Aim of the task - Give back each line of the data exactly as it reads, minus the pictures.

The records -
++++

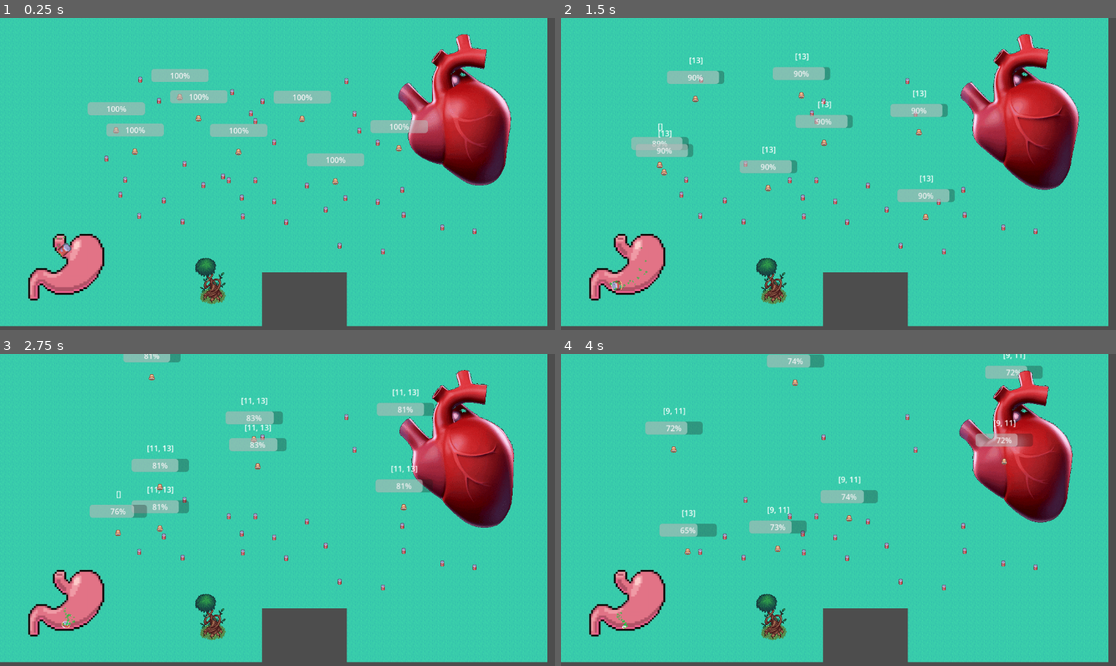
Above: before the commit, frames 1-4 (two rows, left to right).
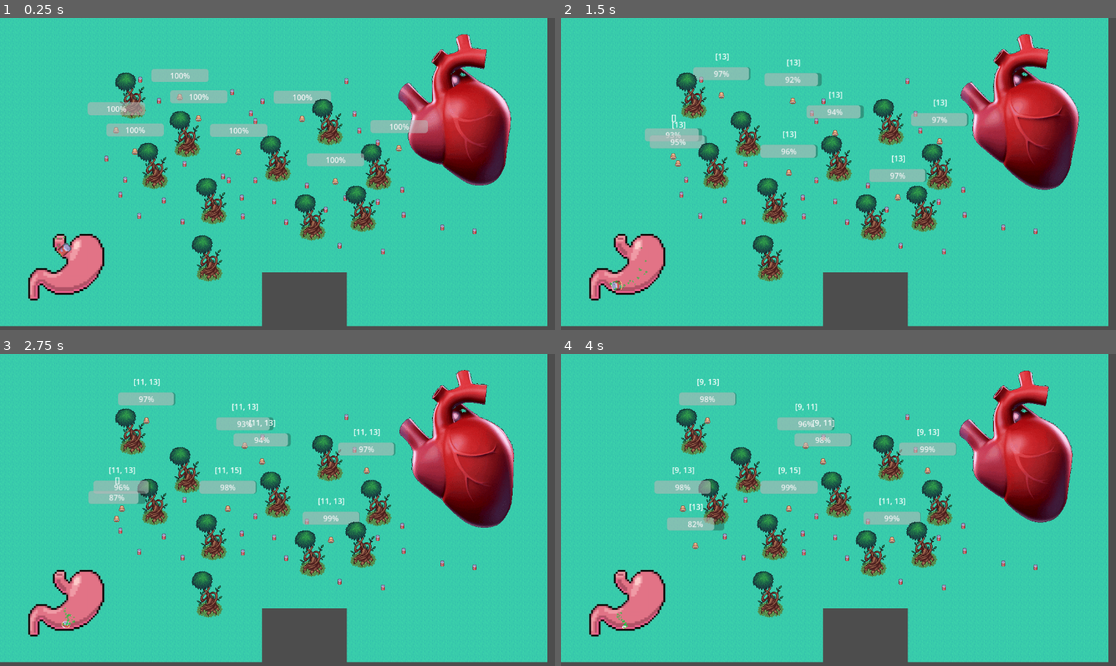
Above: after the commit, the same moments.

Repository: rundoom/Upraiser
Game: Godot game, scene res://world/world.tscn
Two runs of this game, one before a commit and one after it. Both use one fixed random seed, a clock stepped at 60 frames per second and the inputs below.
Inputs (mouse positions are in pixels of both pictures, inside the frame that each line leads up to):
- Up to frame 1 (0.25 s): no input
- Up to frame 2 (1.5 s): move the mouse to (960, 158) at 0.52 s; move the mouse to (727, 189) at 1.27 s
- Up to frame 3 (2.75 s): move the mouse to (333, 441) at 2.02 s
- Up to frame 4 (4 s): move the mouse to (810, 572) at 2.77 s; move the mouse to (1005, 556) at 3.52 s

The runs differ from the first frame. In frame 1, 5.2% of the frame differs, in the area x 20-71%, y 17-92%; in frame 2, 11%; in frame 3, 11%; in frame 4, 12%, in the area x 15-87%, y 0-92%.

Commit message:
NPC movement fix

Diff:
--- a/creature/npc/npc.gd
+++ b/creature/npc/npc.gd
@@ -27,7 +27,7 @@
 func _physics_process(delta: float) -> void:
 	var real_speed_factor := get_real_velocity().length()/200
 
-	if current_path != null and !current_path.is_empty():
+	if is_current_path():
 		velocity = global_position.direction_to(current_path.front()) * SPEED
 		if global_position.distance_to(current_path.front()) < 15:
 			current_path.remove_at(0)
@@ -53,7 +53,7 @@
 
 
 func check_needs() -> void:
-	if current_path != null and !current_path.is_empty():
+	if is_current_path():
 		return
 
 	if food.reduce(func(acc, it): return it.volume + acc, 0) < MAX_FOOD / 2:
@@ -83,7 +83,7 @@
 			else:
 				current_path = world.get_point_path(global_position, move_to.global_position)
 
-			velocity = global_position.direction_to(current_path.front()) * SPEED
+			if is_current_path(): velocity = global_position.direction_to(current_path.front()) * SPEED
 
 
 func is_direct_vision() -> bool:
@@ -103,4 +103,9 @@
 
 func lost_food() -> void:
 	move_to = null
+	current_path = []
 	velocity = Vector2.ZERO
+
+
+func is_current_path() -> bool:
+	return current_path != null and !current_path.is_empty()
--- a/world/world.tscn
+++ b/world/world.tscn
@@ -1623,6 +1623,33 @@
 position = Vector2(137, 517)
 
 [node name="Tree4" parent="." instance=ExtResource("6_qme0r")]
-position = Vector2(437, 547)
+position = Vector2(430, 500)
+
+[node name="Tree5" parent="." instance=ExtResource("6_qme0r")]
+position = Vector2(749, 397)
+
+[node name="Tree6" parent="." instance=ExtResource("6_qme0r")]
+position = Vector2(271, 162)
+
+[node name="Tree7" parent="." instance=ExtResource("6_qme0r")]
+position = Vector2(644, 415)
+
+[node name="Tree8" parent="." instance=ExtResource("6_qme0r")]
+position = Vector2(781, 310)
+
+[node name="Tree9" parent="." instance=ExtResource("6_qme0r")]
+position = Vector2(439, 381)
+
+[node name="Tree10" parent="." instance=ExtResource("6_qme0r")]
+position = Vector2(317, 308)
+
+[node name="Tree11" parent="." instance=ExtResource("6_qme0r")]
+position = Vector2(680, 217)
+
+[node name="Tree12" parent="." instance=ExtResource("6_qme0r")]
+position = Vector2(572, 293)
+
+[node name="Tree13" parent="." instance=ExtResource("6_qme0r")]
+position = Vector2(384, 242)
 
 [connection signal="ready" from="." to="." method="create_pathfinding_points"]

++++

Answer to the problem -
Above: before the commit, frames 1-4 (two rows, left to right).
Above: after the commit, the same moments.

Repository: rundoom/Upraiser
Game: Godot game, scene res://world/world.tscn
Two runs of this game, one before a commit and one after it. Both use one fixed random seed, a clock stepped at 60 frames per second and the inputs below.
Inputs (mouse positions are in pixels of both pictures, inside the frame that each line leads up to):
- Up to frame 1 (0.25 s): no input
- Up to frame 2 (1.5 s): move the mouse to (960, 158) at 0.52 s; move the mouse to (727, 189) at 1.27 s
- Up to frame 3 (2.75 s): move the mouse to (333, 441) at 2.02 s
- Up to frame 4 (4 s): move the mouse to (810, 572) at 2.77 s; move the mouse to (1005, 556) at 3.52 s

The runs differ from the first frame. In frame 1, 5.2% of the frame differs, in the area x 20-71%, y 17-92%; in frame 2, 11%; in frame 3, 11%; in frame 4, 12%, in the area x 15-87%, y 0-92%.

Commit message:
NPC movement fix

Diff:
--- a/creature/npc/npc.gd
+++ b/creature/npc/npc.gd
@@ -27,7 +27,7 @@
 func _physics_process(delta: float) -> void:
 	var real_speed_factor := get_real_velocity().length()/200
 
-	if current_path != null and !current_path.is_empty():
+	if is_current_path():
 		velocity = global_position.direction_to(current_path.front()) * SPEED
 		if global_position.distance_to(current_path.front()) < 15:
 			current_path.remove_at(0)
@@ -53,7 +53,7 @@
 
 
 func check_needs() -> void:
-	if current_path != null and !current_path.is_empty():
+	if is_current_path():
 		return
 
 	if food.reduce(func(acc, it): return it.volume + acc, 0) < MAX_FOOD / 2:
@@ -83,7 +83,7 @@
 			else:
 				current_path = world.get_point_path(global_position, move_to.global_position)
 
-			velocity = global_position.direction_to(current_path.front()) * SPEED
+			if is_current_path(): velocity = global_position.direction_to(current_path.front()) * SPEED
 
 
 func is_direct_vision() -> bool:
@@ -103,4 +103,9 @@
 
 func lost_food() -> void:
 	move_to = null
+	current_path = []
 	velocity = Vector2.ZERO
+
+
+func is_current_path() -> bool:
+	return current_path != null and !current_path.is_empty()
--- a/world/world.tscn
+++ b/world/world.tscn
@@ -1623,6 +1623,33 @@
 position = Vector2(137, 517)
 
 [node name="Tree4" parent="." instance=ExtResource("6_qme0r")]
-position = Vector2(437, 547)
+position = Vector2(430, 500)
+
+[node name="Tree5" parent="." instance=ExtResource("6_qme0r")]
+position = Vector2(749, 397)
+
+[node name="Tree6" parent="." instance=ExtResource("6_qme0r")]
+position = Vector2(271, 162)
+
+[node name="Tree7" parent="." instance=ExtResource("6_qme0r")]
+position = Vector2(644, 415)
+
+[node name="Tree8" parent="." instance=ExtResource("6_qme0r")]
+position = Vector2(781, 310)
+
+[node name="Tree9" parent="." instance=ExtResource("6_qme0r")]
+position = Vector2(439, 381)
+
+[node name="Tree10" parent="." instance=ExtResource("6_qme0r")]
+position = Vector2(317, 308)
+
+[node name="Tree11" parent="." instance=ExtResource("6_qme0r")]
+position = Vector2(680, 217)
+
+[node name="Tree12" parent="." instance=ExtResource("6_qme0r")]
+position = Vector2(572, 293)
+
+[node name="Tree13" parent="." instance=ExtResource("6_qme0r")]
+position = Vector2(384, 242)
 
 [connection signal="ready" from="." to="." method="create_pathfinding_points"]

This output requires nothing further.